Montagna


La Topolino del papà rombava e sbuffava sui tornanti, prima del Pordoi e poi del Falzarego. Il papà era felice della sua automobile, di seconda, o di terza mano, ma revisionata per donarle ancora qualche anno di vita, in sicurezza. 

Ci teneva alla sicurezza, il mio papà; soprattutto dopo che era rimasto per strada per la rottura dell’asse di trasmissione. Una brutta storia, che aveva fatto urlare di terrore la mamma e tolto dal portafogli del papà qualche prezioso foglio rosa da diecimila lire. 

L’automobilina saliva, tornante dopo tornante. Il papà era anche riuscito a stare in coda ad un Maggiolino che lo aveva superato. Ha il doppio della nostra cilindrata, aveva gridato carico di orgoglio. La mamma forse non capì: aveva le nocche bianche per lo sforzo di restare avvinghiata alla leva del freno a mano e alla maniglia della portiera. 

Non guardare il vuoto, le diceva il papà ad ogni tornante; guarda in su … guarda le montagne! Lei teneva gli occhi chiusi, e quasi piangeva.

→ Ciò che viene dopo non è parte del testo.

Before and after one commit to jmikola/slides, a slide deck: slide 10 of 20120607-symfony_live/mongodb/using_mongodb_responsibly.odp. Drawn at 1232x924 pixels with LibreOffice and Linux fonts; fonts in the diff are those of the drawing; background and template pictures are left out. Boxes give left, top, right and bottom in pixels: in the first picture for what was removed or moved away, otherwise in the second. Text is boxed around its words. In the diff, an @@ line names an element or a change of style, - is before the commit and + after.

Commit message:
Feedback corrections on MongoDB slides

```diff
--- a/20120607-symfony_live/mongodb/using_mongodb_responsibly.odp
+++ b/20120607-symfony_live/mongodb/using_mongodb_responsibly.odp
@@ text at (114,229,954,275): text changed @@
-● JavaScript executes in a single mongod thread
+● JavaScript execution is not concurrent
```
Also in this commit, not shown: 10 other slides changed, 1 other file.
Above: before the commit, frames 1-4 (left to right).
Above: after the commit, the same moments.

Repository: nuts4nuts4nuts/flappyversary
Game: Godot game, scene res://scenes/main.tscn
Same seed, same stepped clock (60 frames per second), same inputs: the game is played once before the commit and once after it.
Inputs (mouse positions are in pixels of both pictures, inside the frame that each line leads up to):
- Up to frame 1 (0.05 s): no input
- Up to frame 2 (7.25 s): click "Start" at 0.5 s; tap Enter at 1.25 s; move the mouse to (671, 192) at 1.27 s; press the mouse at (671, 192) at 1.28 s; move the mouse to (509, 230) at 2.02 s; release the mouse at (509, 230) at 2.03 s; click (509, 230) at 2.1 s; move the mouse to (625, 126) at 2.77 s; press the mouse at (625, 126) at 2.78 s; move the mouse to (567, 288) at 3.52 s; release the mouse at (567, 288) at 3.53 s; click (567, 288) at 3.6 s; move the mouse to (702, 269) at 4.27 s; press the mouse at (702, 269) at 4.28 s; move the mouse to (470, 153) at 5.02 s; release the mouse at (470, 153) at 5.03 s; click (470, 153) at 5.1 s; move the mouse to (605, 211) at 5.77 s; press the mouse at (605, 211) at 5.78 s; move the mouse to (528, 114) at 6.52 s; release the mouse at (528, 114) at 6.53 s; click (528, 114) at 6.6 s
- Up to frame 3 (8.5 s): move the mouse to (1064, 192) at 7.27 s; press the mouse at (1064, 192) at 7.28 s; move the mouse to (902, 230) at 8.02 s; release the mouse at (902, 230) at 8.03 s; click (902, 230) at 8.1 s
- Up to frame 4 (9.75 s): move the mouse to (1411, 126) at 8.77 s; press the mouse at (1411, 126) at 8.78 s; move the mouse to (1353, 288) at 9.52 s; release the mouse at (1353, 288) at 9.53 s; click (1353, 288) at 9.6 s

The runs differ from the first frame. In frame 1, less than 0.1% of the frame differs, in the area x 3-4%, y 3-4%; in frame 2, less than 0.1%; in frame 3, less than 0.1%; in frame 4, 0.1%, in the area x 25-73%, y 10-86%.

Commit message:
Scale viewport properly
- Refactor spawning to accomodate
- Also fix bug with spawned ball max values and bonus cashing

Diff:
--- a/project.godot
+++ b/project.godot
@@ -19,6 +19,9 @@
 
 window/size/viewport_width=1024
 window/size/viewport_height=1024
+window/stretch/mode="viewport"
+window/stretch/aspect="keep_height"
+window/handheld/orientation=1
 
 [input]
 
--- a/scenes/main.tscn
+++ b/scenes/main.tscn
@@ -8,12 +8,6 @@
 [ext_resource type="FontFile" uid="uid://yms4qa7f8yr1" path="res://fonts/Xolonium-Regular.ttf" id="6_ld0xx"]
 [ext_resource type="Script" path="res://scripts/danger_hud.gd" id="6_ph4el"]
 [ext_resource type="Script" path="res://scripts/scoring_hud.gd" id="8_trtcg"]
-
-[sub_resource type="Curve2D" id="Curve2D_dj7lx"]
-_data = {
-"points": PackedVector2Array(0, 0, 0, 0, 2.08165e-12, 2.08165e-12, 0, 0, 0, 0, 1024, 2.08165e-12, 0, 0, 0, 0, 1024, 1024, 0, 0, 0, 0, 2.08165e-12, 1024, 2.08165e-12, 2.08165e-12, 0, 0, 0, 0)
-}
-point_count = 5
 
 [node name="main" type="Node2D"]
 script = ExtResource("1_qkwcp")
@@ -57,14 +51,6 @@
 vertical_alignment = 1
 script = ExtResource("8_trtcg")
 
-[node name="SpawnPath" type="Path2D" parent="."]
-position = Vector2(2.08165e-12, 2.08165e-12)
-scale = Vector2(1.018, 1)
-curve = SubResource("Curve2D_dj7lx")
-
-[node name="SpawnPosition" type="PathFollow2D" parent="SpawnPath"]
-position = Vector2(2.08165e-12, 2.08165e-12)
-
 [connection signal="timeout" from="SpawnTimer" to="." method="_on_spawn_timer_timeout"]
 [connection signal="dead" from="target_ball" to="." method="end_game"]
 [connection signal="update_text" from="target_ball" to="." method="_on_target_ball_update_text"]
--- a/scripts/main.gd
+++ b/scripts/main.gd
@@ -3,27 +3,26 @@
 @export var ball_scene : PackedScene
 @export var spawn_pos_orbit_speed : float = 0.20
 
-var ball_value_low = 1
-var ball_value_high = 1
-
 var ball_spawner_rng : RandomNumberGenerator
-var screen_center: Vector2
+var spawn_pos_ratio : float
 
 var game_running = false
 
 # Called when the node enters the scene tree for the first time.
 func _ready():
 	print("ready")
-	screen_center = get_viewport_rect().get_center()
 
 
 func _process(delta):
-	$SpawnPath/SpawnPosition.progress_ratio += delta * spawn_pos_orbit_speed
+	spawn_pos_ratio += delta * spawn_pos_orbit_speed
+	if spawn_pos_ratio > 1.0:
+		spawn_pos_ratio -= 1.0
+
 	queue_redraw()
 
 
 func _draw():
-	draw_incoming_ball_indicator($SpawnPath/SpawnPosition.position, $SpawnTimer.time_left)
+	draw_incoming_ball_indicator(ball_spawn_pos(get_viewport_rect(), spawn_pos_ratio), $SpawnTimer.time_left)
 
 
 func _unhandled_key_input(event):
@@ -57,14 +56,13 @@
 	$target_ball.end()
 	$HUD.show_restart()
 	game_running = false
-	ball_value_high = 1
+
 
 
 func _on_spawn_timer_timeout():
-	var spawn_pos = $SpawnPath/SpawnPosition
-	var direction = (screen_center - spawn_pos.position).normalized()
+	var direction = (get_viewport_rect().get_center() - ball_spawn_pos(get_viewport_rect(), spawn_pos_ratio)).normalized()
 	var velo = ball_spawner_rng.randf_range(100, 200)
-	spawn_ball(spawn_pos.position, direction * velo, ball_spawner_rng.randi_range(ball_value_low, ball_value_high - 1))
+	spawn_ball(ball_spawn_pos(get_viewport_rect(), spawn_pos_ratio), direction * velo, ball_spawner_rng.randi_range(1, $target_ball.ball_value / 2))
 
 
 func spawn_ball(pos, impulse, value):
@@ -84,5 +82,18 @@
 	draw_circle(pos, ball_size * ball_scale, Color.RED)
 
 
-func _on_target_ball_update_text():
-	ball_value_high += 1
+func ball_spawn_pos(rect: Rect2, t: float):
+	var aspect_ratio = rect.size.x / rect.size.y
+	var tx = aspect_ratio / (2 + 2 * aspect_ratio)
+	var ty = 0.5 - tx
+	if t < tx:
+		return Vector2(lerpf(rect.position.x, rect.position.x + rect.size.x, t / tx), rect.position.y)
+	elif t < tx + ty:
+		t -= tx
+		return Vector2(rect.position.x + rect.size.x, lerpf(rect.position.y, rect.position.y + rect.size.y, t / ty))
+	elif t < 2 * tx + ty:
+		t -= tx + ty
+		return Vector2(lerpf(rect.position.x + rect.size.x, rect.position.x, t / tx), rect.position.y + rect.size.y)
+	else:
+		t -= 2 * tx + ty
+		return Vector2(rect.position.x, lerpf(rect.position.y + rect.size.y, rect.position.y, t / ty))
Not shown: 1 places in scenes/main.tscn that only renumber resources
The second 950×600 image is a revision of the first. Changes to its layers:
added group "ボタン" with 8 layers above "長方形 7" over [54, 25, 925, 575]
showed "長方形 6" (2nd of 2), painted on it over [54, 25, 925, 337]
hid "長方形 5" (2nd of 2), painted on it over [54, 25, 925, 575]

Ci si fermò al passo. Solo per un attimo, perché c’era vento e faceva troppo freddo, secondo la mamma. 


Si fece colazione sull’erba, sopra Cortina. 

Il papà fece una foto con l’autoscatto. Quanta gioia sul viso della mamma per quella gita col suo piccolino! Che senso di libertà in quel fiasco di vino tenuto dal papà, che ride, e mai ricordo di averlo visto ridere, se non quando proprio dimenticava il lavoro.